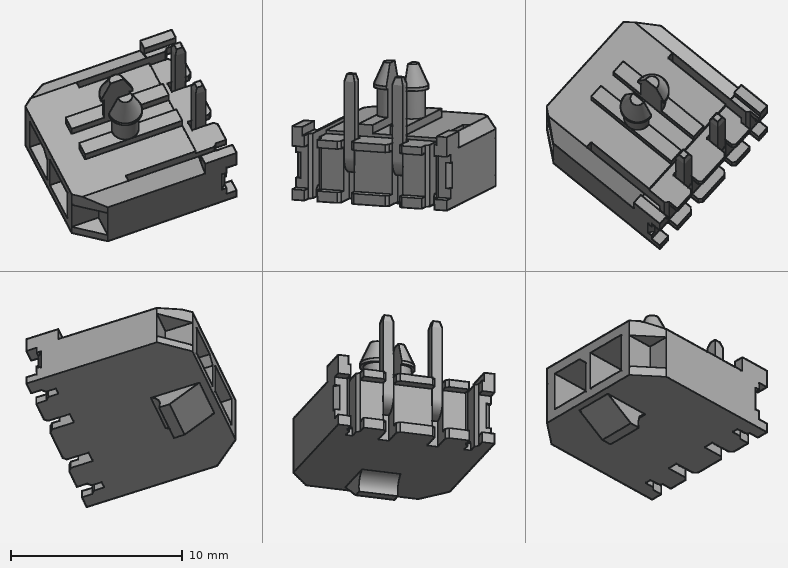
import cadquery as cq


width = 9.65
length = 9.9
body_height = 3.87
rib_top = 4.38
back_top = 3.67
deck_start = 7.89
bevel_width = 0.97
bevel_drop = 0.48
corner_x = 1.38
corner_y = 1.7
half_width = width / 2
corner_pocket_bottom = 0.62
corner_pocket_top = 2.82

rear_wall = 9.26
lower_flange = 0.62
upper_flange = 3.21

ear_width = 0.63
notch_bottom = 1.2
notch_top = 2.72
notch_size = 0.31

slot_outer = half_width - bevel_width
slot_inner = half_width - corner_x
slot_width = slot_outer - slot_inner
slot_front = 3.44
slot_floor = 0.62
slot_open_start = 8.42
slot_edge_chamfer = 0.2
slot_flare = 0.2

pitch = 3.01
pin_size = 0.65
pin_z = 1.91
pin_y = 8.9
pin_top = 7.55
pin_front = 1.98
pin_tip_size = 0.4
pin_tip_length = 0.43
bend_radius = 0.33
pin_slot_front = 8.35
pin_slot_chamfer = 0.19

cavity_inner = 0.21
cavity_outer = 2.78
cavity_bottom = 0.65
cavity_top = 3.18
cavity_depth = 6.93
key_chamfer = 0.495

rib_inner = 0.55
rib_outer = 1.45
rib_front = corner_y
post_y = 4.59
post_radius = 0.8
post_axis = rib_outer - post_radius
collar_radius = 1.0
collar_bottom = 6.07
collar_top = 6.27
post_tip_radius = 0.42

latch_width = 2.39
latch_drop = 1.2
latch_front = 0.46
latch_tip_front = 2.33
latch_tip_back = 2.99
latch_back = 3.5
latch_arc_point = (3.04, -0.45)


def box(x0, x1, y0, y1, z0, z1):
    """Block between two opposite corners."""
    return cq.Workplane("XY").box(x1 - x0, y1 - y0, z1 - z0, centered=False).translate((x0, y0, z0))


def both_sides(shape):
    """The shape together with its mirror image across the middle plane."""
    return shape.union(shape.mirror("YZ"))


def plan_prism(points, z0, z1):
    """Outline in X and Y, extruded from z0 to z1."""
    return cq.Workplane("XY").workplane(offset=z0).polyline(points).close().extrude(z1 - z0)


def make_housing():
    """Block with bevelled edges, raised ears, slanted corners and a recessed rear wall."""
    section = [
        (-half_width, 0),
        (half_width, 0),
        (half_width, body_height - bevel_drop),
        (slot_outer, body_height),
        (-slot_outer, body_height),
        (-half_width, body_height - bevel_drop),
    ]
    front = cq.Workplane("XZ").polyline(section).close().extrude(-deck_start)
    rear = box(-half_width, half_width, deck_start, length, 0, body_height)
    deck_step = box(-slot_inner, slot_inner, deck_start, length, back_top, body_height)
    ear = box(half_width - ear_width, half_width, deck_start, length, 0, rib_top)
    body = front.union(rear).cut(deck_step).union(both_sides(ear))

    corner = plan_prism([(slot_inner, 0), (half_width, 0), (half_width, corner_y)], 0, body_height)
    corner_pocket = box(slot_inner, half_width, 0, corner_y, corner_pocket_bottom, corner_pocket_top)
    ear_notch = plan_prism(
        [
            (half_width, rear_wall - notch_size),
            (half_width, rear_wall),
            (half_width - notch_size, rear_wall),
        ],
        notch_bottom,
        notch_top,
    )
    recess = box(-half_width, half_width, rear_wall, length, lower_flange, upper_flange)
    side_cuts = corner.union(corner_pocket).union(ear_notch)
    return body.cut(both_sides(side_cuts)).cut(recess)


def make_side_slot():
    """Slot beside an ear: a floored channel that opens downwards near the back."""
    profile = [
        (slot_front, slot_floor),
        (slot_open_start - slot_edge_chamfer, slot_floor),
        (slot_open_start, slot_floor - slot_edge_chamfer),
        (slot_open_start, body_height),
        (slot_front, body_height),
    ]
    channel = cq.Workplane("YZ").workplane(offset=slot_inner).polyline(profile).close().extrude(slot_width)
    mouth_inner = slot_inner - slot_flare
    mouth_outer = slot_outer + slot_flare
    outlet = plan_prism(
        [
            (slot_inner, slot_open_start),
            (slot_outer, slot_open_start),
            (slot_outer, rear_wall - slot_flare),
            (mouth_outer, rear_wall),
            (mouth_outer, length),
            (mouth_inner, length),
            (mouth_inner, rear_wall),
            (slot_inner, rear_wall - slot_flare),
        ],
        0,
        body_height,
    )
    return channel.union(outlet)


def make_pin_slot():
    """Slot behind a contact, with chamfered corners at the back face."""
    x = pitch / 2
    half = pin_size / 2
    points = [
        (x - half, pin_slot_front),
        (x + half, pin_slot_front),
        (x + half, length - pin_slot_chamfer),
        (x + half + pin_slot_chamfer, length),
        (x - half - pin_slot_chamfer, length),
        (x - half, length - pin_slot_chamfer),
    ]
    return plan_prism(points, 0, body_height)


def make_cavity():
    return box(cavity_inner, cavity_outer, 0, cavity_depth, cavity_bottom, cavity_top)


def make_keyed_cavity():
    """Left cavity, its upper inner corner filled by a slanted key."""
    cavity = make_cavity().mirror("YZ")
    return cavity.edges("|Y").edges(">X").edges(">Z").chamfer(key_chamfer)


def pin_tip(plane):
    """Tapered contact end, starting on the given plane."""
    return (
        cq.Workplane(plane)
        .rect(pin_size, pin_size)
        .workplane(offset=pin_tip_length)
        .rect(pin_tip_size, pin_tip_size)
        .loft(ruled=True)
    )


def make_pin():
    """L-shaped square contact with a rounded bend and two tapered ends."""
    x = pitch / 2
    half = pin_size / 2
    shank_front = pin_front + pin_tip_length
    shank_top = pin_top - pin_tip_length
    outline = [
        (shank_front, pin_z - half),
        (pin_y + half, pin_z - half),
        (pin_y + half, shank_top),
        (pin_y - half, shank_top),
        (pin_y - half, pin_z + half),
        (shank_front, pin_z + half),
    ]
    shank = cq.Workplane("YZ").workplane(offset=x - half).polyline(outline).close().extrude(pin_size)
    inner_corner = cq.selectors.NearestToPointSelector((x, pin_y - half, pin_z + half))
    outer_corner = cq.selectors.NearestToPointSelector((x, pin_y + half, pin_z - half))
    shank = shank.edges(inner_corner).fillet(bend_radius)
    shank = shank.edges(outer_corner).fillet(bend_radius + pin_size)
    upper_tip = pin_tip("XY").translate((x, pin_y, shank_top))
    front_tip = pin_tip("XZ").translate((x, shank_front, pin_z))
    return shank.union(upper_tip).union(front_tip)


def make_rib_and_post():
    """Rib carrying half of the barbed mounting post, flat on its inner side."""
    rib = box(rib_inner, rib_outer, rib_front, deck_start, back_top, rib_top)
    profile = [
        (0, rib_top),
        (post_radius, rib_top),
        (post_radius, collar_bottom),
        (collar_radius, collar_bottom),
        (collar_radius, collar_top),
        (post_tip_radius, pin_top),
        (0, pin_top),
    ]
    post = cq.Workplane("XZ").polyline(profile).close().revolve(360, (0, 0, 0), (0, 1, 0))
    post = post.translate((post_axis, post_y, 0))
    keep = box(rib_inner, half_width, 0, length, 0, pin_top)
    return rib.union(post.intersect(keep))


def make_latch():
    """Ramp under the housing with a hollow rounded back."""
    return (
        cq.Workplane("YZ")
        .workplane(offset=-latch_width / 2)
        .moveTo(latch_front, 0)
        .lineTo(latch_tip_front, -latch_drop)
        .lineTo(latch_tip_back, -latch_drop)
        .threePointArc(latch_arc_point, (latch_back, 0))
        .close()
        .extrude(latch_width)
    )


housing = make_housing()
housing = housing.cut(both_sides(make_side_slot()))
housing = housing.cut(both_sides(make_pin_slot()))
housing = housing.cut(make_cavity()).cut(make_keyed_cavity())

result = housing.union(both_sides(make_rib_and_post())).union(make_latch())
result = result.union(both_sides(make_pin()))
_____
:: Work order ::
Would you set down the material exactly as it stands, without the pictures?

:: Exercise answer ::
import cadquery as cq


width = 9.65
length = 9.9
body_height = 3.87
rib_top = 4.38
back_top = 3.67
deck_start = 7.89
bevel_width = 0.97
bevel_drop = 0.48
corner_x = 1.38
corner_y = 1.7
half_width = width / 2
corner_pocket_bottom = 0.62
corner_pocket_top = 2.82

rear_wall = 9.26
lower_flange = 0.62
upper_flange = 3.21

ear_width = 0.63
notch_bottom = 1.2
notch_top = 2.72
notch_size = 0.31

slot_outer = half_width - bevel_width
slot_inner = half_width - corner_x
slot_width = slot_outer - slot_inner
slot_front = 3.44
slot_floor = 0.62
slot_open_start = 8.42
slot_edge_chamfer = 0.2
slot_flare = 0.2

pitch = 3.01
pin_size = 0.65
pin_z = 1.91
pin_y = 8.9
pin_top = 7.55
pin_front = 1.98
pin_tip_size = 0.4
pin_tip_length = 0.43
bend_radius = 0.33
pin_slot_front = 8.35
pin_slot_chamfer = 0.19

cavity_inner = 0.21
cavity_outer = 2.78
cavity_bottom = 0.65
cavity_top = 3.18
cavity_depth = 6.93
key_chamfer = 0.495

rib_inner = 0.55
rib_outer = 1.45
rib_front = corner_y
post_y = 4.59
post_radius = 0.8
post_axis = rib_outer - post_radius
collar_radius = 1.0
collar_bottom = 6.07
collar_top = 6.27
post_tip_radius = 0.42

latch_width = 2.39
latch_drop = 1.2
latch_front = 0.46
latch_tip_front = 2.33
latch_tip_back = 2.99
latch_back = 3.5
latch_arc_point = (3.04, -0.45)


def box(x0, x1, y0, y1, z0, z1):
    """Block between two opposite corners."""
    return cq.Workplane("XY").box(x1 - x0, y1 - y0, z1 - z0, centered=False).translate((x0, y0, z0))


def both_sides(shape):
    """The shape together with its mirror image across the middle plane."""
    return shape.union(shape.mirror("YZ"))


def plan_prism(points, z0, z1):
    """Outline in X and Y, extruded from z0 to z1."""
    return cq.Workplane("XY").workplane(offset=z0).polyline(points).close().extrude(z1 - z0)


def make_housing():
    """Block with bevelled edges, raised ears, slanted corners and a recessed rear wall."""
    section = [
        (-half_width, 0),
        (half_width, 0),
        (half_width, body_height - bevel_drop),
        (slot_outer, body_height),
        (-slot_outer, body_height),
        (-half_width, body_height - bevel_drop),
    ]
    front = cq.Workplane("XZ").polyline(section).close().extrude(-deck_start)
    rear = box(-half_width, half_width, deck_start, length, 0, body_height)
    deck_step = box(-slot_inner, slot_inner, deck_start, length, back_top, body_height)
    ear = box(half_width - ear_width, half_width, deck_start, length, 0, rib_top)
    body = front.union(rear).cut(deck_step).union(both_sides(ear))

    corner = plan_prism([(slot_inner, 0), (half_width, 0), (half_width, corner_y)], 0, body_height)
    corner_pocket = box(slot_inner, half_width, 0, corner_y, corner_pocket_bottom, corner_pocket_top)
    ear_notch = plan_prism(
        [
            (half_width, rear_wall - notch_size),
            (half_width, rear_wall),
            (half_width - notch_size, rear_wall),
        ],
        notch_bottom,
        notch_top,
    )
    recess = box(-half_width, half_width, rear_wall, length, lower_flange, upper_flange)
    side_cuts = corner.union(corner_pocket).union(ear_notch)
    return body.cut(both_sides(side_cuts)).cut(recess)


def make_side_slot():
    """Slot beside an ear: a floored channel that opens downwards near the back."""
    profile = [
        (slot_front, slot_floor),
        (slot_open_start - slot_edge_chamfer, slot_floor),
        (slot_open_start, slot_floor - slot_edge_chamfer),
        (slot_open_start, body_height),
        (slot_front, body_height),
    ]
    channel = cq.Workplane("YZ").workplane(offset=slot_inner).polyline(profile).close().extrude(slot_width)
    mouth_inner = slot_inner - slot_flare
    mouth_outer = slot_outer + slot_flare
    outlet = plan_prism(
        [
            (slot_inner, slot_open_start),
            (slot_outer, slot_open_start),
            (slot_outer, rear_wall - slot_flare),
            (mouth_outer, rear_wall),
            (mouth_outer, length),
            (mouth_inner, length),
            (mouth_inner, rear_wall),
            (slot_inner, rear_wall - slot_flare),
        ],
        0,
        body_height,
    )
    return channel.union(outlet)


def make_pin_slot():
    """Slot behind a contact, with chamfered corners at the back face."""
    x = pitch / 2
    half = pin_size / 2
    points = [
        (x - half, pin_slot_front),
        (x + half, pin_slot_front),
        (x + half, length - pin_slot_chamfer),
        (x + half + pin_slot_chamfer, length),
        (x - half - pin_slot_chamfer, length),
        (x - half, length - pin_slot_chamfer),
    ]
    return plan_prism(points, 0, body_height)


def make_cavity():
    return box(cavity_inner, cavity_outer, 0, cavity_depth, cavity_bottom, cavity_top)


def make_keyed_cavity():
    """Left cavity, its upper inner corner filled by a slanted key."""
    cavity = make_cavity().mirror("YZ")
    return cavity.edges("|Y").edges(">X").edges(">Z").chamfer(key_chamfer)


def pin_tip(plane):
    """Tapered contact end, starting on the given plane."""
    return (
        cq.Workplane(plane)
        .rect(pin_size, pin_size)
        .workplane(offset=pin_tip_length)
        .rect(pin_tip_size, pin_tip_size)
        .loft(ruled=True)
    )


def make_pin():
    """L-shaped square contact with a rounded bend and two tapered ends."""
    x = pitch / 2
    half = pin_size / 2
    shank_front = pin_front + pin_tip_length
    shank_top = pin_top - pin_tip_length
    outline = [
        (shank_front, pin_z - half),
        (pin_y + half, pin_z - half),
        (pin_y + half, shank_top),
        (pin_y - half, shank_top),
        (pin_y - half, pin_z + half),
        (shank_front, pin_z + half),
    ]
    shank = cq.Workplane("YZ").workplane(offset=x - half).polyline(outline).close().extrude(pin_size)
    inner_corner = cq.selectors.NearestToPointSelector((x, pin_y - half, pin_z + half))
    outer_corner = cq.selectors.NearestToPointSelector((x, pin_y + half, pin_z - half))
    shank = shank.edges(inner_corner).fillet(bend_radius)
    shank = shank.edges(outer_corner).fillet(bend_radius + pin_size)
    upper_tip = pin_tip("XY").translate((x, pin_y, shank_top))
    front_tip = pin_tip("XZ").translate((x, shank_front, pin_z))
    return shank.union(upper_tip).union(front_tip)


def make_rib_and_post():
    """Rib carrying half of the barbed mounting post, flat on its inner side."""
    rib = box(rib_inner, rib_outer, rib_front, deck_start, back_top, rib_top)
    profile = [
        (0, rib_top),
        (post_radius, rib_top),
        (post_radius, collar_bottom),
        (collar_radius, collar_bottom),
        (collar_radius, collar_top),
        (post_tip_radius, pin_top),
        (0, pin_top),
    ]
    post = cq.Workplane("XZ").polyline(profile).close().revolve(360, (0, 0, 0), (0, 1, 0))
    post = post.translate((post_axis, post_y, 0))
    keep = box(rib_inner, half_width, 0, length, 0, pin_top)
    return rib.union(post.intersect(keep))


def make_latch():
    """Ramp under the housing with a hollow rounded back."""
    return (
        cq.Workplane("YZ")
        .workplane(offset=-latch_width / 2)
        .moveTo(latch_front, 0)
        .lineTo(latch_tip_front, -latch_drop)
        .lineTo(latch_tip_back, -latch_drop)
        .threePointArc(latch_arc_point, (latch_back, 0))
        .close()
        .extrude(latch_width)
    )


housing = make_housing()
housing = housing.cut(both_sides(make_side_slot()))
housing = housing.cut(both_sides(make_pin_slot()))
housing = housing.cut(make_cavity()).cut(make_keyed_cavity())

result = housing.union(both_sides(make_rib_and_post())).union(make_latch())
result = result.union(both_sides(make_pin()))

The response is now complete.